We then attempted to use three different programs to locate the affected sectors (using a sector scan, which is supposed to locate AND mark the sectors). But, as scanning 8TB would take a day via eSATA (god forbid firewire or USB), when we got back each time, after leaving the various softwares running overnight (or over the weekend), we discovered none of them survived when they finally came across the sector(s) affected.  When the drive got dismounted, every one of the softwares crashed out (IIRC one caused OSX or the GUI to hang, and a cold reboot was required).  Thank the Lord for log files, even though they aren't very detailed.

 

Also note that the main system is a G5 quad running OSX 10.4.11, under hardware and software necessity, and that, even though we have 10.5, it is only used during times when other work is not on-going (typically during only about 16 hours on Sundays). So software CANNOT be MacIntel, or require OSX over 10.5.

 

So, with this knowledge, the questions are:

1. Is there a software package that can recognize and locate bad sectors, without crashing/unceremoniously dismounting the drive?

2. Is there a software package that can locate the exact position of the data of a file (without actually reading the data itself), across a JBOD or other RAID configuration (drive, tracks, sectors)?  Is this available via a terminal/unix command?

3. Is there recovery software that can access the files on the good drives in the set? (don't need this now, but might need it in the future)

4. Is there a general drive software that is actually aware of Apple's software RAID set-ups, and is configured to deal with them?

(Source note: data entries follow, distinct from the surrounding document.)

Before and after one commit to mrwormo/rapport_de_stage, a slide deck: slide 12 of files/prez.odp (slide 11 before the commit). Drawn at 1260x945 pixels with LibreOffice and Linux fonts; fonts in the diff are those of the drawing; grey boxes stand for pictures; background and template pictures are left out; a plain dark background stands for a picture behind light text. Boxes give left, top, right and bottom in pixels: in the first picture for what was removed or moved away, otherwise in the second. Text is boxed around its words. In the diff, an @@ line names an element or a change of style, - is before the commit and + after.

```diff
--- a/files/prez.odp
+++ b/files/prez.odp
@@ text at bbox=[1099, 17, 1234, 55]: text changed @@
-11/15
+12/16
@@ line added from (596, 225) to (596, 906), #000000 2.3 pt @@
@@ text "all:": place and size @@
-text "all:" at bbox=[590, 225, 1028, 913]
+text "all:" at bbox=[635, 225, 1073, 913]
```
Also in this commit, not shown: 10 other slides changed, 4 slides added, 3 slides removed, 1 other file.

5. Is there any way to retrieve SMART data from drives across eSATA or a chipset that doesn't normally do so in a drive enclosure(s)?

 

Thanks


Mac OS X (10.4.11), Several incl. G5-quad, G4 AGPs, G3
  • BobHarris Level 6 Level 6 (14,670 points)

    If you have a PC available, you could try SpinRight from GRC.com. You would put the suspect drives in the PC one at a time and run SpinRight on them. If the drive and it's data can be recovered it will. However once you can get your data you should replace the bad drives.

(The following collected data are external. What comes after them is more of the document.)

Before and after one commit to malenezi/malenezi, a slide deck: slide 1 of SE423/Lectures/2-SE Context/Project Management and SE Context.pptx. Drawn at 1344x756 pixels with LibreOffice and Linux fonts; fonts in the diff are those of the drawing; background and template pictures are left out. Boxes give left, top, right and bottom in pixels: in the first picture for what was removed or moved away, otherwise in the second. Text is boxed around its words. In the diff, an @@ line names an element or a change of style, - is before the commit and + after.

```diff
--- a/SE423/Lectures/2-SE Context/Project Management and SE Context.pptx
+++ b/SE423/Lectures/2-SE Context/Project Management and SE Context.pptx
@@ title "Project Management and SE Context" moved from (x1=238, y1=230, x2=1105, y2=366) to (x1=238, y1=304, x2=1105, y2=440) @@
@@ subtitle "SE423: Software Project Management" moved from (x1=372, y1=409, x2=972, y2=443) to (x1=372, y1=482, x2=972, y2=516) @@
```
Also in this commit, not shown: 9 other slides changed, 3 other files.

  • etresoft Level 7 Level 7 (25,620 points)

    I don't know the answer to any of your questions. Being a Mac user, I don't want to deal with low-level issues like that. Using a Mac allows me to focus on the big picture. I will let the Linux people worry about disk sectors.

     

    What's wrong with Spotlight? I think that would have been the better question to address before you got to this point. If there is something going wrong with your Mac, it is best to investigate and solve the problem before you put 18 TB of data on it.

     

    I see now that you have issued a pre-emptive plea to ignore the big picture and focus just on the disk sectors. Sorry, no can do. You have said that your drive is failing, but is not yet dead. This means that you still have a chance to save most of your data. Stop trying to look for the failure. JBOD is just a neat trick. You aren't supposed to use it. Get yourself a real RAID array and move your data to it. Do that now. I will issue my own pre-emptive plea to avoid any petty arguments on a discussion forum. It is your data that is being corrupted here, not mine. You can have a real RAID array in a few days. In Boston, someone local might be able to do it. Then your problem is solved - gone. If you have that much data, you might also want to look into a small HSM. You have gone past consumer equipment here.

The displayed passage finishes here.